C.C. Sabathia was showered, dressed and ready to leave Tropicana Field after a disappointing performance in a 6-2 Yankees loss to the Tampa Bay Rays. He had already talked about his effort, saying he had pitched horribly, without fastball command, failing to give a hot team a chance to win.
Then Sabathia learned that Wang Chien-ming would need season-ending shoulder surgery. Instantly, his mood turned from frustrated to compassionate.
“Missing a year, going through the stuff he was going through when he was here; it just stinks he’s not going to be here,” Sabathia said. “We really need him. He’s a great pitcher.”
At least, Wang used to be a great pitcher, when he was the No. 1 starter on the playoff teams of 2006 and 2007. Now Wang’s future is unknown, and he may have thrown his last pitch for the Yankees.

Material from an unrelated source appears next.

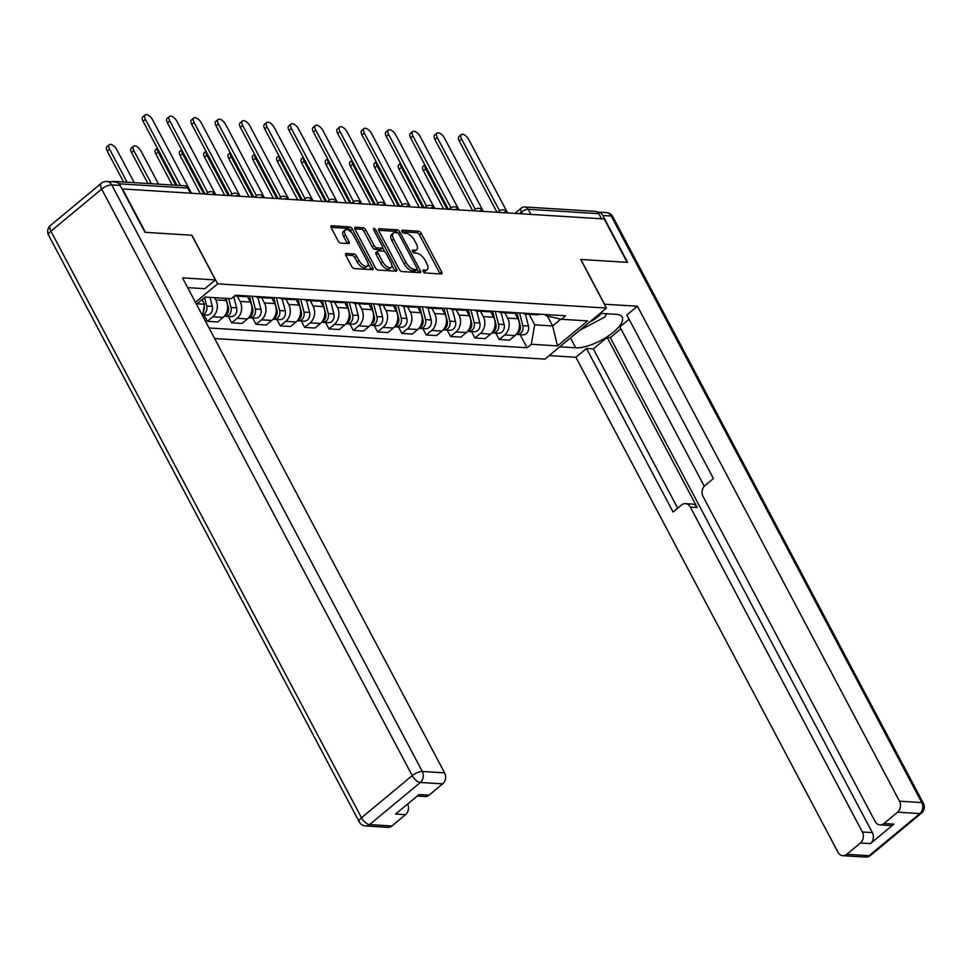 <?xml version="1.0" encoding="UTF-8"?>
<svg xmlns="http://www.w3.org/2000/svg" width="972" height="972" viewBox="0 0 972 972"><rect width="100%" height="100%" fill="white"/><g stroke="black" fill="none" stroke-linecap="round" stroke-linejoin="round"><path stroke-width="1.46" d="M423.16 271.419A1.81 0.851 50.3 0 0 425.019 272.986L441.288 273.995A2.588 1.227 50.3 0 0 441.81 273.849A2.588 1.227 50.3 0 0 441.677 271.953L421.277 233.426A2.588 1.227 50.3 0 0 418.616 231.19L402.359 230.182A1.81 0.851 50.3 0 0 401.995 230.279A1.81 0.851 50.3 0 0 402.08 231.603A1.81 0.851 50.3 0 0 403.951 233.171L406.053 233.304A8.298 3.912 50.3 0 1 414.57 240.461L416.271 243.668A8.298 3.912 50.3 0 1 416.672 249.743A8.298 3.912 50.3 0 1 415.008 250.217L412.893 250.083A1.81 0.851 50.3 0 0 412.529 250.181A1.81 0.851 50.3 0 0 412.626 251.517A1.81 0.851 50.3 0 0 414.485 253.072L416.587 253.206A8.298 3.912 50.3 0 1 425.116 260.362L426.817 263.57A8.298 3.912 50.3 0 1 427.218 269.657A8.298 3.912 50.3 0 1 425.542 270.119L423.44 269.985A1.81 0.851 50.3 0 0 423.075 270.082A1.81 0.851 50.3 0 0 423.16 271.419M346.299 253.485A2.588 1.227 50.3 0 0 345.777 253.631A2.588 1.227 50.3 0 0 345.911 255.539L351.633 266.34A2.588 1.227 50.3 0 0 354.294 268.576L372.349 269.706A2.588 1.227 50.3 0 0 372.871 269.56A2.588 1.227 50.3 0 0 372.75 267.652L352.35 229.137A2.588 1.227 50.3 0 0 349.689 226.901L331.622 225.771A2.588 1.227 50.3 0 0 331.1 225.917A2.588 1.227 50.3 0 0 331.233 227.813L338.147 240.874A2.588 1.227 50.3 0 0 340.808 243.109L348.535 243.583A2.588 1.227 50.3 0 0 349.057 243.45A2.588 1.227 50.3 0 0 348.936 241.542L345.497 235.066A6.938 3.268 50.3 0 1 345.169 229.987A6.938 3.268 50.3 0 1 353.687 235.576L367.112 260.946A6.938 3.268 50.3 0 1 367.452 266.024A6.938 3.268 50.3 0 1 358.935 260.435L356.688 256.207A2.588 1.227 50.3 0 0 354.027 253.971L346.299 253.485L345.546 254.117M217.643 283.86L191.897 235.236L145.436 232.344L122.46 188.945L604.171 218.955L627.147 262.343L580.697 259.451L606.431 308.075L217.643 283.86L195.445 302.292M399.213 269.305A2.588 1.227 50.3 0 0 401.886 271.54L419.94 272.67A2.588 1.227 50.3 0 0 420.463 272.525A2.588 1.227 50.3 0 0 420.329 270.617L399.942 232.101A2.588 1.227 50.3 0 0 397.269 229.866L379.214 228.736A2.588 1.227 50.3 0 0 378.691 228.882A2.588 1.227 50.3 0 0 378.825 230.777L399.213 269.305M396.139 271.188L378.084 270.058A2.588 1.227 50.3 0 1 375.423 267.822L355.023 229.295A2.588 1.227 50.3 0 1 354.902 227.399A2.588 1.227 50.3 0 1 355.424 227.254L363.151 227.74A2.588 1.227 50.3 0 1 365.812 229.975L374.086 245.6A2.588 1.227 50.3 0 0 376.747 247.836L381.875 248.152A2.588 1.227 50.3 0 0 382.397 248.006A2.588 1.227 50.3 0 0 382.275 246.098L373.661 229.842A1.81 0.851 50.3 0 1 373.576 228.505A1.81 0.851 50.3 0 1 375.8 229.975L396.54 269.135A2.588 1.227 50.3 0 1 396.661 271.042A2.588 1.227 50.3 0 1 396.139 271.188M214.642 338.548L544.928 359.118L606.431 308.075M115.656 182.031A5.285 4.265 -86.4 0 0 113.833 181.387A5.285 4.265 -86.4 0 0 111.974 181.788M530.882 214.387L528.185 209.284A5.285 4.265 93.6 0 0 524.929 206.987L595.544 211.386A5.285 4.265 93.6 0 1 598.801 213.682L528.185 209.284A5.285 1.883 152.1 0 0 521.478 212.066L519.534 213.682M601.498 218.785L598.801 213.682M529.801 313.543A12.15 9.805 93.6 0 1 526.217 314.138L536.508 314.782A12.15 9.805 -86.4 0 0 540.08 314.187M504.808 312.802L507.603 318.087A12.15 9.805 93.6 0 1 504.675 334.963L514.953 335.595A12.15 9.805 -86.4 0 0 517.894 318.719L514.856 312.984M514.953 335.595L509.486 340.139L499.195 339.495L495.817 333.104M526.217 314.138A12.15 9.805 93.6 0 1 522.742 313.106M504.675 334.963L499.195 339.495M505.476 312.024A12.15 9.805 93.6 0 1 501.904 312.62L512.183 313.263A12.15 9.805 -86.4 0 0 515.768 312.668M471.493 331.586L474.883 337.989L485.174 338.62L490.641 334.089A12.15 9.805 -86.4 0 0 493.582 317.212L490.532 311.465M501.904 312.62A12.15 9.805 93.6 0 1 498.417 311.587M480.496 311.295L483.291 316.568A12.15 9.805 93.6 0 1 480.35 333.445L474.883 337.989M481.164 310.518A12.15 9.805 93.6 0 1 477.58 311.113L487.871 311.745A12.15 9.805 -86.4 0 0 491.443 311.149M447.169 330.067L450.558 336.47L460.85 337.114L466.317 332.57A12.15 9.805 -86.4 0 0 469.257 315.693L466.22 309.947M477.58 311.113A12.15 9.805 93.6 0 1 474.105 310.068M456.172 309.776L458.966 315.05A12.15 9.805 93.6 0 1 456.026 331.926L450.558 336.47M456.84 308.999A12.15 9.805 93.6 0 1 453.256 309.594L463.547 310.238A12.15 9.805 -86.4 0 0 467.131 309.643M422.856 328.56L426.246 334.951L436.525 335.595L442.005 331.051A12.15 9.805 -86.4 0 0 444.933 314.175L441.896 308.44M453.256 309.594A12.15 9.805 93.6 0 1 449.781 308.561M431.86 308.258L434.654 313.543A12.15 9.805 93.6 0 1 431.714 330.419L426.246 334.951M432.516 307.48A12.15 9.805 93.6 0 1 428.944 308.075L439.235 308.719A12.15 9.805 -86.4 0 0 442.807 308.124M398.532 327.042L401.922 333.445L412.213 334.076L417.681 329.544A12.15 9.805 -86.4 0 0 420.621 312.668L417.583 306.921M428.944 308.075A12.15 9.805 93.6 0 1 425.469 307.043M407.535 306.751L410.33 312.024A12.15 9.805 93.6 0 1 407.39 328.901L401.922 333.445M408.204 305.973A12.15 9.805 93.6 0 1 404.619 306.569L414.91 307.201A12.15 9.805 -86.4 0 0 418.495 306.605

Manager Joe Girardi said Dr James Andrews was to operate on Wang’s shoulder capsule in Birmingham, Alabama, yesterday. Girardi said Wang would miss the rest of this season, but the extent of his absence beyond that would be determined after the procedure. Girardi has already acknowledged that Wang has rotator cuff damage.
If the outlook is bleak enough, the Yankees could make Wang a free agent by not offering him a contract for next season. He made US$5 million this year and is eligible for arbitration. By rule, the Yankees can offer no less than a 20 percent pay cut, or US$4 million.
“I feel for him,” Johnny Damon said. “As a team, you always have to try to rise above any circumstance. But for him personally, he’s had a chance to pitch well in the big leagues for a few years, and you just hope it’s not over. You hope he can recoup what he’s had in the past and go on and pitch another 10 years, whether it’s for us or someone else.”
Wang felt pain in his shoulder on July 4, while pitching against Toronto in the sixth inning at Yankee Stadium. He gave up a home run to Adam Lind and lasted one more pitch, a sinker that came in disturbingly slow.
Wang had struggled all season, going on the disabled list in April for weakness in his hips as the Yankees searched for a tangible reason to send him to the minors. But the July 4 game was the first sign of shoulder issues.
“He never said anything about his shoulder until that day,” said the pitching coach, Dave Eiland. “He came out of the game and said, ‘Shoulder,’ and it caught all of us off guard. That was the best game he had pitched all year, and you were like, ‘OK, he may have turned the corner.’ Then all of a sudden, bam.”
Wang had shoulder surgery in 2001, when he was in the minor leagues, and he lost two months to a shoulder problem as a rookie in 2005. But this problem might have been an indirect result of the devastating foot injury he sustained rounding third base in Houston on June 15 last season.
Wang tore a tendon in his right foot and sustained a mid-foot sprain of the Lisfranc ligament, an unusual baseball injury that comes without warning. The injury had no direct effect on his shoulder, of course, but the resulting inactivity and change to his routine seem to have had untold consequences.
“They always say once you get seriously hurt one time, you start changing your body moves and everything,” Damon said. “Maybe he started doing something different when he threw. Who knows?”
Girardi said there was no way to tell exactly why Wang’s shoulder gave out. But considering his many physical problems and his generally woeful performance (a 1-6 record and a 9.64 earned run average), Wang’s year has been painful on many levels.
“I feel bad for him,” Girardi said. “He was on a roll last year when he hurt his foot. He’s meant a lot. It’s tough to see a player go through this.”